Ryan comes from a long established WI family with money: "Janesville, Wisconsin, where Ryan was born and still lives, is a riverfront city of sixty-four thousand people in the southeast corner of the state, between Madison and Chicago. Three families, the Ryans, the Fitzgeralds, and the Cullens, sometimes called the Irish Mafia, helped develop the town, especially in the postwar era. The Ryans were major road builders, and today Ryan, Inc., started in 1884 by Paul’s great-grandfather, is a national construction firm." Ryan has no private sector experience, except in his own family's business (never looked for a job) "Ryan went back to Wisconsin, worked briefly for the family business as a “marketing consultant”—a bit of résumé padding that gave him his only private-sector experience—and decided to run [for Congressional office]" Ryan's home district got significant stimulus funding under the present administration: "John Beckord, a Ryan supporter and the head of Forward Janesville, a pro-business economic-development group, explained that it would soon house the Janesville Innovation Center, providing entrepreneurs with commercial space in which to launch their ideas. The money came from a $1.2-million government grant through the Economic Development Administration, one of Obama’s major stimulus programs." Read more http://www.newyorker.com/reporting/2012/08/06/120806fa_fact_lizza#ixzz23uwQXbPv
http://www.legistorm.com/salaries/house_totals.html
The question was "Is the Republican Party the Anti-Empathy Party? " In order to prove any party is "anti-empathy" you need to cite evidence substantiating this claim. In other words, give examples, give PROOF of anti-empathy. Here are RECENT examples of anti-empathy, specificaly, US drones murdering RESCUERS (remember, this strongly suggests if not proves anti-empathy) then attribute to which party responsibility belongs; "On [4 June], US drones attacked rescuers in Waziristan in western Pakistan minutes after an initial strike, killing 16 people in total according to the BBC. On 28 May, drones were also reported to have returned to the attack in Khassokhel near Mir Ali." Moreover, "between May 2009 and June 2011, at least 15 attacks on rescuers were reported by credible news media, including the New York Times, CNN, ABC News and Al Jazeera." http://www.guardian.co.uk/commentisfree/2012/aug/20/us-drones-strikes-target-rescuers-pakistan Since neither the GOP or the DemocRats are objecting to these horrific war crimes and both parties further them by voting for, funding and not stopping or even speaking against them, the only conclusion can be both parties are the "anti-empathy" party. This is just one example. Repeat process. P.S. There is NO real difference btwn. the 2 major parties and if there is, please cite evidence before you claim that there isn't.

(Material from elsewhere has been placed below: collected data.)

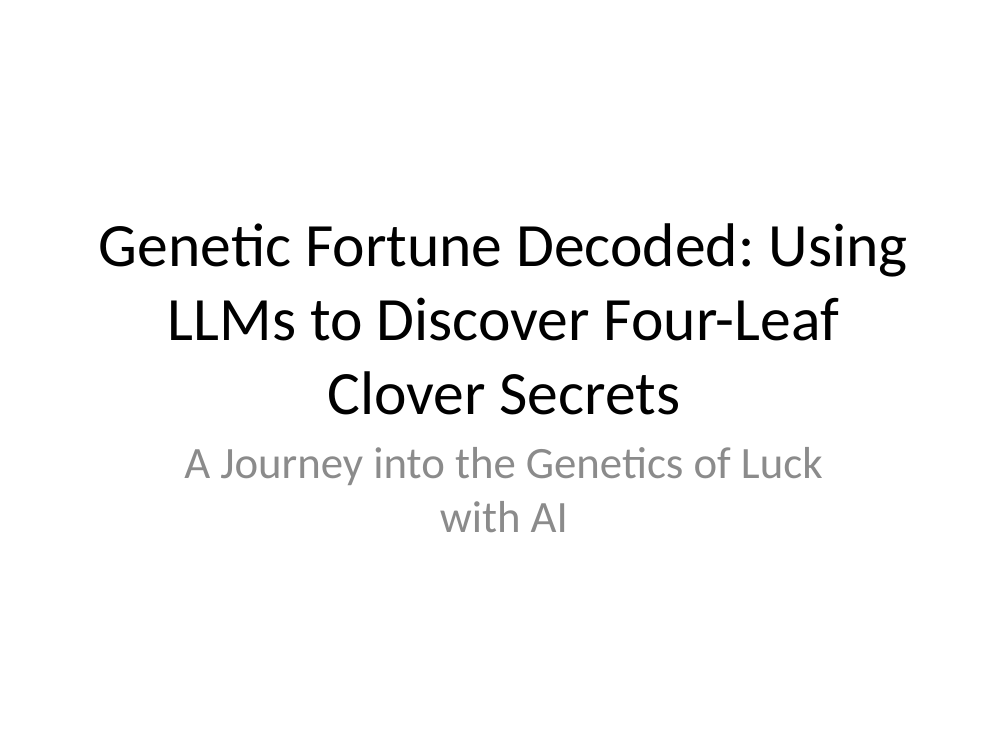
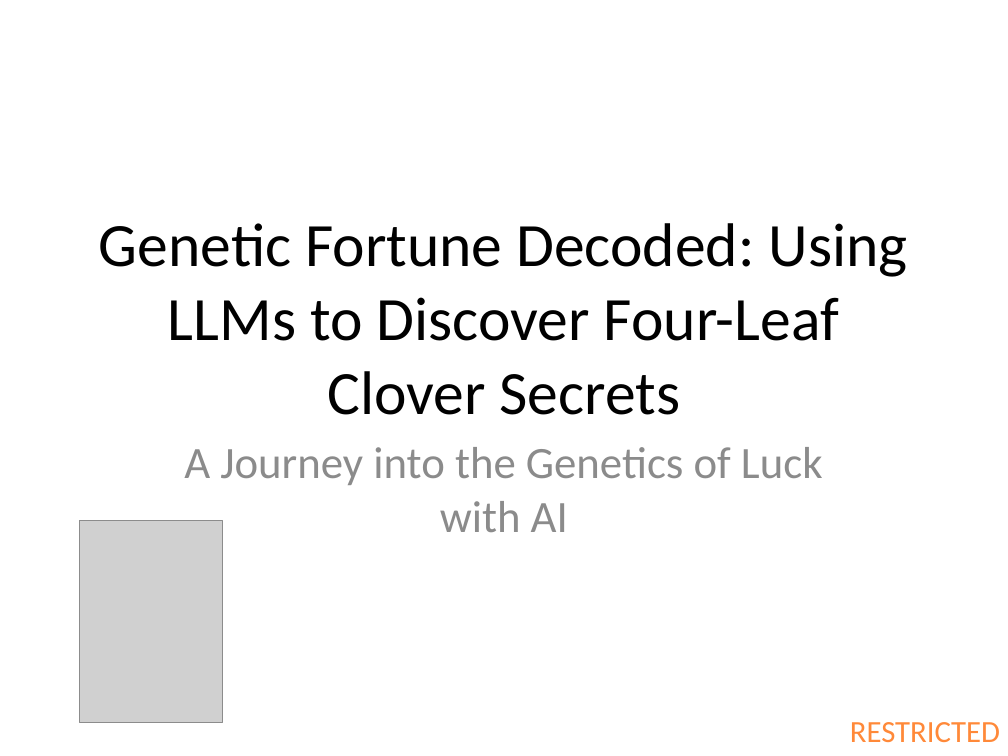
Before and after one commit to josephbedell/clover, a slide deck: slide 1 of four_leaf_clover_presentation.pptx. Drawn at 1008x756 pixels with LibreOffice and Linux fonts; fonts in the diff are those of the drawing; grey boxes stand for pictures. Boxes give left, top, right and bottom in pixels: in the first picture for what was removed or moved away, otherwise in the second. Text is boxed around its words. In the diff, an @@ line names an element or a change of style, - is before the commit and + after.

```diff
--- a/four_leaf_clover_presentation.pptx
+++ b/four_leaf_clover_presentation.pptx
@@ picture added at (80, 521, 223, 723) @@
@@ text added at (850, 722, 1000, 742), 22 pt, text #FF8939 @@
+RESTRICTED
```
Also in this commit, not shown: 9 other slides changed, 1 other file.

Avi's piece was meant to spread hate and had no real value other than to get all you guys to write to each other. He has every right to write what he wants. I have every right to ignore his comments. I also have the right to express an opinion that Avi's comments are not worth the time it took to read. You guys all jumped onto his bait. I think it is more advisable to label it for what it was meant to be, a piece to bring the commentors out. 160 comments and a ton of vitriol.